When a line in the records includes the string "with", it goes into the tally; report that tally alone.

Items from a data source:
◇ ◇ ◇ ◇ ◇

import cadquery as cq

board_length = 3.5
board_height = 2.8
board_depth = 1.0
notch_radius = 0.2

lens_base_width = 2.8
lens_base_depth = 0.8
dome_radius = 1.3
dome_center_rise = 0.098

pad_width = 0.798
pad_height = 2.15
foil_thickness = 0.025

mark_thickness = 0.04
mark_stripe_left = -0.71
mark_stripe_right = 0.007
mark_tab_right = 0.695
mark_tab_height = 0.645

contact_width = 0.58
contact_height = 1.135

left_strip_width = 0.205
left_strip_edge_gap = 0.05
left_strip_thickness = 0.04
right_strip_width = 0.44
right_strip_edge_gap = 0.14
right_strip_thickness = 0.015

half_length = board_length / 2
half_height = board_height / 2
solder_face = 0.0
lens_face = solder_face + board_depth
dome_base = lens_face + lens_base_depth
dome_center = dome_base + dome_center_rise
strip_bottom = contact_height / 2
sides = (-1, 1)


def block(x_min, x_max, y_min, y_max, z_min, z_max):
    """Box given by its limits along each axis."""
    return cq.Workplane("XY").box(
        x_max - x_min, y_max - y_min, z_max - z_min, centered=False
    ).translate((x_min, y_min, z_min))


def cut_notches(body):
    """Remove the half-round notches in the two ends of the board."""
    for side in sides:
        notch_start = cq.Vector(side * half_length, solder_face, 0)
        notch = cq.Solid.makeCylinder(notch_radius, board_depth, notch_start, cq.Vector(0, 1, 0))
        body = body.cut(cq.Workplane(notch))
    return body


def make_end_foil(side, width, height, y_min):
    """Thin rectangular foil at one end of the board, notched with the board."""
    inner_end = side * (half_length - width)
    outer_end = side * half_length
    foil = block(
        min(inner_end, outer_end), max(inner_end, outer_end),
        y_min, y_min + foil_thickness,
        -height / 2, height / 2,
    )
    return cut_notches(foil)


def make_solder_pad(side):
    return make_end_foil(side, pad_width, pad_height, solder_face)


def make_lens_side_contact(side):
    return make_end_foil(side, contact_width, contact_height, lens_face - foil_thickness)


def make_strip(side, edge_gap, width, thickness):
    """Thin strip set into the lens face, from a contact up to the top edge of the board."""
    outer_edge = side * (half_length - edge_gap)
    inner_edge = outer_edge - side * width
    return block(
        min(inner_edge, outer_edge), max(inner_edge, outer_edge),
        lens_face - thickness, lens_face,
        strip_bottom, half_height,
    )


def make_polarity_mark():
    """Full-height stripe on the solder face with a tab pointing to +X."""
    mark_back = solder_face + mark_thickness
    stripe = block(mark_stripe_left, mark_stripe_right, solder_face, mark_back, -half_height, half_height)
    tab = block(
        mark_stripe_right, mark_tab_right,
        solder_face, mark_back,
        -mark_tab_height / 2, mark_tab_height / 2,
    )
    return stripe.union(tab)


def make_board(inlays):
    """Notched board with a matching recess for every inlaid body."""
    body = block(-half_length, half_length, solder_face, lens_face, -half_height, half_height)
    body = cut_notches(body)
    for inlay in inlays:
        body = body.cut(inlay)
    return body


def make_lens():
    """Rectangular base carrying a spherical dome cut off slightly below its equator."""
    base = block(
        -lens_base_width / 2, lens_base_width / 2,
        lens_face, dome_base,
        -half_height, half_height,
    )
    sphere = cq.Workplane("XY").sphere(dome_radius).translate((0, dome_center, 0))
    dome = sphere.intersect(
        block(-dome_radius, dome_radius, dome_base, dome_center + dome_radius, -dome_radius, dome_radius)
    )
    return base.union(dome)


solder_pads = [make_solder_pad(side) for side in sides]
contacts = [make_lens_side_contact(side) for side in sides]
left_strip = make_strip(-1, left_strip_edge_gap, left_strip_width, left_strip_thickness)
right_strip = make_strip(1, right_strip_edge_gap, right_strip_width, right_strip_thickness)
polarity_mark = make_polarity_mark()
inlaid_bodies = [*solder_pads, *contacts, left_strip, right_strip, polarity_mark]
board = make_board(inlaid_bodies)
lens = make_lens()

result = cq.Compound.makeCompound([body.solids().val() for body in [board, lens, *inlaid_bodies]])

◇ ◇ ◇ ◇ ◇

Written solution:
3